As for plans I'm using the TLAR approach and a bit of help from some photos I came across over at Madmodder ( thanks for posting up pictures of yours Chris )

So onto some metal butchery...

X axis mounting blocks and the bracket for the lug for the Y axis scale.....






Although cut to size , the blocks require the holes drilling for mounting.
I'll do that after finishing all the machining ops with the milling cutters..Saves a lot of swapping about.


----------



## John Rudd (Aug 21, 2010)

Next up, blanks cut ready for machining the Y axis mounting brackets...

Rough to size with my trusty chop saw, these are ready for machining in the mill then its drill out the holes time...






more to follow...


----------



## ttrikalin (Aug 21, 2010)

nice start. 

Do you plan to use them just for crude positioning, or for actual precision machining -- i.e, how good do you expect the final installation and works to be in terms of accuracy?

t


----------



## John Rudd (Aug 21, 2010)

ttrikalin  said:
			
		

> nice start.
> 
> Do you plan to use them just for crude positioning, or for actual precision machining -- i.e, how good do you expect the final installation and works to be in terms of accuracy?
> 
> t


Not sure what you mean there.......

All things being equal, the accuracy of any machining will be down to the accuracy of the scales surely?


----------



## JohnS (Aug 21, 2010)

In my (limited) experience the fitting of digital vernier scales allows precision machining to 0.01 of a millimetre - how much more precise do you want to get ? Seriously, after fitting the scales to my mill my level of accuracy improved beyond belief. Well worth the cost and time involved. Go for it - it was the best step forward I ever made.

John-Som


----------



## ttrikalin (Aug 21, 2010)

was ... thinking (obviously not thinking) that non-parallel positioning of the scales to the datum surfaces of the mill ways might lead to some cosine error -- but this would be too small an issue... 
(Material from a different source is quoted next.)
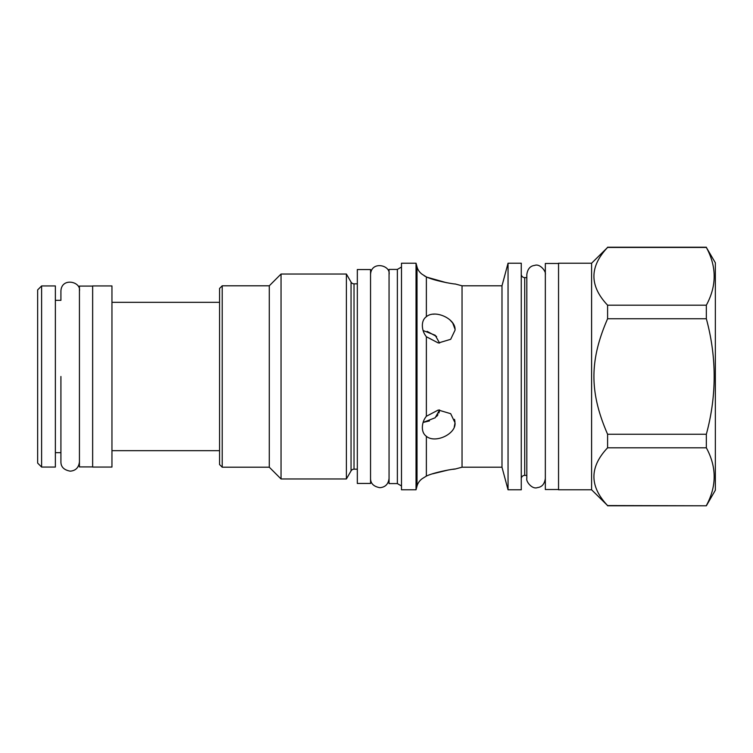 <?xml version="1.0" encoding="UTF-8"?>
<svg xmlns="http://www.w3.org/2000/svg" width="753" height="753" viewBox="0 0 753 753"><rect width="100%" height="100%" fill="white"/><g stroke="black" fill="none" stroke-linecap="round" stroke-linejoin="round"><path stroke-width="1.13" d="M426.414 476.065L422.358 478.588L426.367 476.084C435.149 471.867 456.233 468.488 455.028 469.072L462.041 467.199L462.041 285.801L455.028 283.928C456.186 284.502 435.168 281.133 426.367 276.916L422.358 274.412A13.225 13.225 0 0 1 417.021 266.901L416.033 263.202L416.033 489.798L401.49 489.798L401.49 263.202L416.033 263.202M425.727 317.201L426.367 316.693C435.149 309.182 456.233 318.99 455.028 330.209L450.689 339.311L438.331 342.991L426.367 336.732C423.741 333.447 422.405 329.692 422.358 325.456C422.405 321.512 423.741 318.585 426.367 316.693L426.302 316.74M426.367 476.084L426.367 436.307C423.741 434.415 422.405 431.488 422.358 427.544C422.405 423.308 423.741 419.553 426.367 416.268L438.312 410.009L450.689 413.689L455.028 422.791C456.186 434.067 435.168 443.79 426.367 436.307L425.69 435.761M455.028 469.072L452.722 469.335M448.477 469.947L432.617 473.825M427.488 277.349L446.491 282.704M454.247 427.007L455.028 422.791M454.972 421.624L454.483 419.317M454.972 329.061L452.732 323.056M452.619 322.905L449.682 319.639M434.274 314.123L433.417 314.18M436.599 336.535L427.12 331.339M423.186 330.567L435.196 335.245L439.583 343.076M424.268 275.852L426.367 276.916L426.367 316.693M417.021 266.901L417.021 486.099A13.225 13.225 0 0 1 422.358 478.588M417.021 486.099L416.033 489.798M401.49 485.967L397.368 483.586L389.056 483.586L389.056 269.414L397.368 269.414L397.368 483.586M401.49 267.033L397.368 269.414M370.551 269.546L370.551 483.454L357.327 483.454L357.327 269.546L370.551 269.546M357.327 283.825L354.023 283.825L354.023 469.175L357.327 469.175M354.023 283.825A3.436 3.436 0 0 1 351.049 282.102L351.049 470.898A3.436 3.436 180 0 1 354.023 469.175M351.049 470.898L346.389 478.964L281.048 478.964L269.282 467.199L222.21 467.199L222.21 285.801L269.282 285.801L269.282 467.199M351.049 282.102L346.389 274.036L346.389 478.964M346.389 274.036L281.048 274.036L281.048 478.964M281.048 274.036L269.282 285.801M222.21 285.801L219.565 288.446L219.565 464.554L222.21 467.199M111.952 467.067L111.952 285.933L92.647 285.933L92.647 467.067L111.952 467.067M92.647 466.926L79.432 466.926L79.432 286.074L92.647 286.074M55.364 285.933L55.364 467.067L41.613 467.067L41.613 285.933L55.364 285.933M41.613 467.067L37.65 463.095L37.65 289.905L41.613 285.933M439.583 409.924L435.196 417.755L423.101 422.442L429.445 420.918M436.608 416.456L437.954 414.771M438.877 413.021L439.423 411.232M508.049 263.202L508.049 489.798L521.264 489.798L521.264 263.202L508.049 263.202L501.987 285.801L462.041 285.801M504.604 276.191L501.987 285.801L501.987 467.199L462.041 467.199M508.049 489.798L501.987 467.199M504.764 275.56L504.896 275.052M505.018 274.572L505.319 273.377M521.264 274.167A3.436 3.436 0 0 0 524.709 277.612L524.709 475.388A3.436 3.436 0 0 0 521.264 478.833M526.818 475.388L524.709 475.388M526.818 277.612L524.709 277.612M558.547 489.535L545.332 489.535L545.332 263.465L558.547 263.465M558.547 263.202L558.547 489.798L591.604 489.798L591.604 263.202L558.547 263.202M591.604 263.202L607.596 247.436C589.373 266.684 589.373 285.933 607.596 305.191L607.596 318.754C589.373 360.583 589.373 392.417 607.596 434.246L607.596 447.809C589.373 467.067 589.373 486.316 607.596 505.564L591.604 489.798M607.596 505.564L706.342 505.8L715.35 490.203L715.35 262.797L706.342 247.436C716.781 266.684 716.781 285.933 706.342 305.191L706.342 318.754C716.781 357.251 716.781 395.749 706.342 434.246L706.342 447.809C716.781 467.067 716.781 486.316 706.342 505.564M607.596 247.436L706.342 247.436M607.596 305.191L706.342 305.191M607.596 318.754L706.342 318.754M607.596 434.246L706.342 434.246M607.596 447.809L706.342 447.809M55.364 452.657L60.918 452.657L60.918 461.909C60.908 466.945 64.014 470.023 70.236 471.162C75.658 470.71 78.726 467.622 79.432 461.909M60.918 376.5L60.918 461.909L60.918 376.5M55.364 300.343L60.918 300.343L60.918 291.091C61.482 277.029 81.399 281.575 79.432 291.091M426.367 336.732L426.367 416.268M111.952 302.329L219.565 302.329M111.952 450.671L219.565 450.671M545.332 274.581C546.339 271.428 539.863 263.286 534.686 265.414C530.225 265.903 527.599 268.962 526.818 274.581L526.818 478.419C525.81 481.572 532.286 489.714 537.463 487.586C541.925 487.097 544.551 484.038 545.332 478.419M607.596 505.8L706.342 505.8M607.596 247.2L706.342 247.2M370.551 478.428C370.532 483.473 373.648 486.551 379.87 487.69C385.291 487.229 388.36 484.151 389.056 478.428M389.056 274.572C391.033 265.047 371.116 260.5 370.551 274.572"/></g></svg>
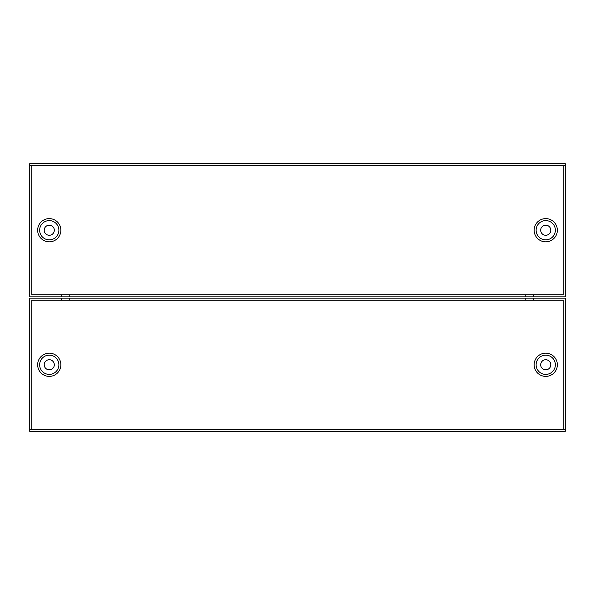 <?xml version="1.0" encoding="UTF-8"?>
<svg xmlns="http://www.w3.org/2000/svg" width="595" height="595" viewBox="0 0 595 595"><rect width="100%" height="100%" fill="white"/><g stroke="black" fill="none" stroke-linecap="round" stroke-linejoin="round"><path stroke-width="0.89" d="M65.74 296.831L565.25 296.831L565.25 163.625L29.75 163.625L29.75 296.831L65.74 296.831M563.234 165.641L563.234 294.808L61.701 294.808L61.701 296.831M540.691 230.228A5.043 5.043 0 0 0 545.741 235.27A5.043 5.043 0 0 0 550.784 230.228A5.043 5.043 0 0 0 545.741 225.178A5.043 5.043 0 0 0 540.691 230.228M555.358 230.228A9.617 9.617 0 0 0 545.741 220.604A9.617 9.617 0 0 0 536.117 230.228A9.617 9.617 0 0 0 545.741 239.845A9.617 9.617 0 0 0 555.358 230.228M557.344 230.228A11.603 11.603 0 0 0 545.741 218.618A11.603 11.603 0 0 0 534.139 230.228A11.603 11.603 0 0 0 545.741 241.83A11.603 11.603 0 0 0 557.344 230.228M44.216 230.228A5.043 5.043 0 0 0 49.259 235.27A5.043 5.043 0 0 0 54.309 230.228A5.043 5.043 0 0 0 49.259 225.178A5.043 5.043 0 0 0 44.216 230.228M58.883 230.228A9.617 9.617 0 0 0 49.259 220.604A9.617 9.617 0 0 0 39.642 230.228A9.617 9.617 0 0 0 49.259 239.845A9.617 9.617 0 0 0 58.883 230.228M60.861 230.228A11.603 11.603 0 0 0 49.259 218.618A11.603 11.603 0 0 0 37.656 230.228A11.603 11.603 0 0 0 49.259 241.83A11.603 11.603 0 0 0 60.861 230.228M31.766 165.641L31.766 294.808L61.701 294.808M69.779 294.808L69.779 296.831M525.221 294.808L525.221 296.831M565.25 165.641L29.75 165.641M533.298 294.808L533.298 296.831M61.701 298.169L565.25 298.169L565.25 431.375L29.75 431.375L29.75 298.169L61.701 298.169L61.701 300.192L31.766 300.192L31.766 429.359M563.234 429.359L563.234 300.192L61.701 300.192M550.784 364.772A5.043 5.043 0 0 1 545.741 369.822A5.043 5.043 0 0 1 540.691 364.772A5.043 5.043 0 0 1 545.741 359.73A5.043 5.043 0 0 1 550.784 364.772M536.117 364.772A9.617 9.617 0 0 1 545.741 355.156A9.617 9.617 0 0 1 555.358 364.772A9.617 9.617 0 0 1 545.741 374.396A9.617 9.617 0 0 1 536.117 364.772M534.139 364.772A11.603 11.603 0 0 1 545.741 353.17A11.603 11.603 0 0 1 557.344 364.772A11.603 11.603 0 0 1 545.741 376.382A11.603 11.603 0 0 1 534.139 364.772M54.309 364.772A5.043 5.043 0 0 1 49.259 369.822A5.043 5.043 0 0 1 44.216 364.772A5.043 5.043 0 0 1 49.259 359.73A5.043 5.043 0 0 1 54.309 364.772M39.642 364.772A9.617 9.617 0 0 1 49.259 355.156A9.617 9.617 0 0 1 58.883 364.772A9.617 9.617 0 0 1 49.259 374.396A9.617 9.617 0 0 1 39.642 364.772M37.656 364.772A11.603 11.603 0 0 1 49.259 353.17A11.603 11.603 0 0 1 60.861 364.772A11.603 11.603 0 0 1 49.259 376.382A11.603 11.603 0 0 1 37.656 364.772M69.779 300.192L69.779 298.169M525.221 300.192L525.221 298.169M565.25 429.359L29.75 429.359M533.298 300.192L533.298 298.169"/></g></svg>

Beg your indulgence mates  


t


----------



## radfordc (Aug 21, 2010)

I agree with John-Som. Without digital scales (at my level of expertise) my mill would be very much less accurate. I can hold tolerances to less than .001 inch.


----------



## John Rudd (Aug 21, 2010)

ttrikalin  said:
			
		

> was ... thinking (obviously not thinking) that non-parallel positioning of the scales to the datum surfaces of the mill ways might lead to some cosine error -- but this would be too small an issue...
> 
> Beg your indulgence mates
> 
> ...



Still not sure what you are saying........Could you elucidate?

Accuracy to within 4 thou is good enough for what we do....Surely?


----------



## JohnS (Aug 21, 2010)

Non-parallel positioning ? Cosine errors ? Maybe I should chuck my vernier scales in the bin and go back to using my old school ruler.

John-Som


----------



## Troutsqueezer (Aug 21, 2010)

If there is some misalignment of the beam (DRO) relative to the movement of the table or head or whatever you mount it to, then you get cosine errors because now there is an angle (vector) to take into consideration. No doubt this has to be a substantial misalignment for it to make a detectable difference with the resolutions we're dealing with in this hobby, plus, I'm thinking the DRO readout will probably bind on the beam if it is too far out of alignment. 

John, those scales won't make your machining a "little" easier, they will make it a LOT easier. 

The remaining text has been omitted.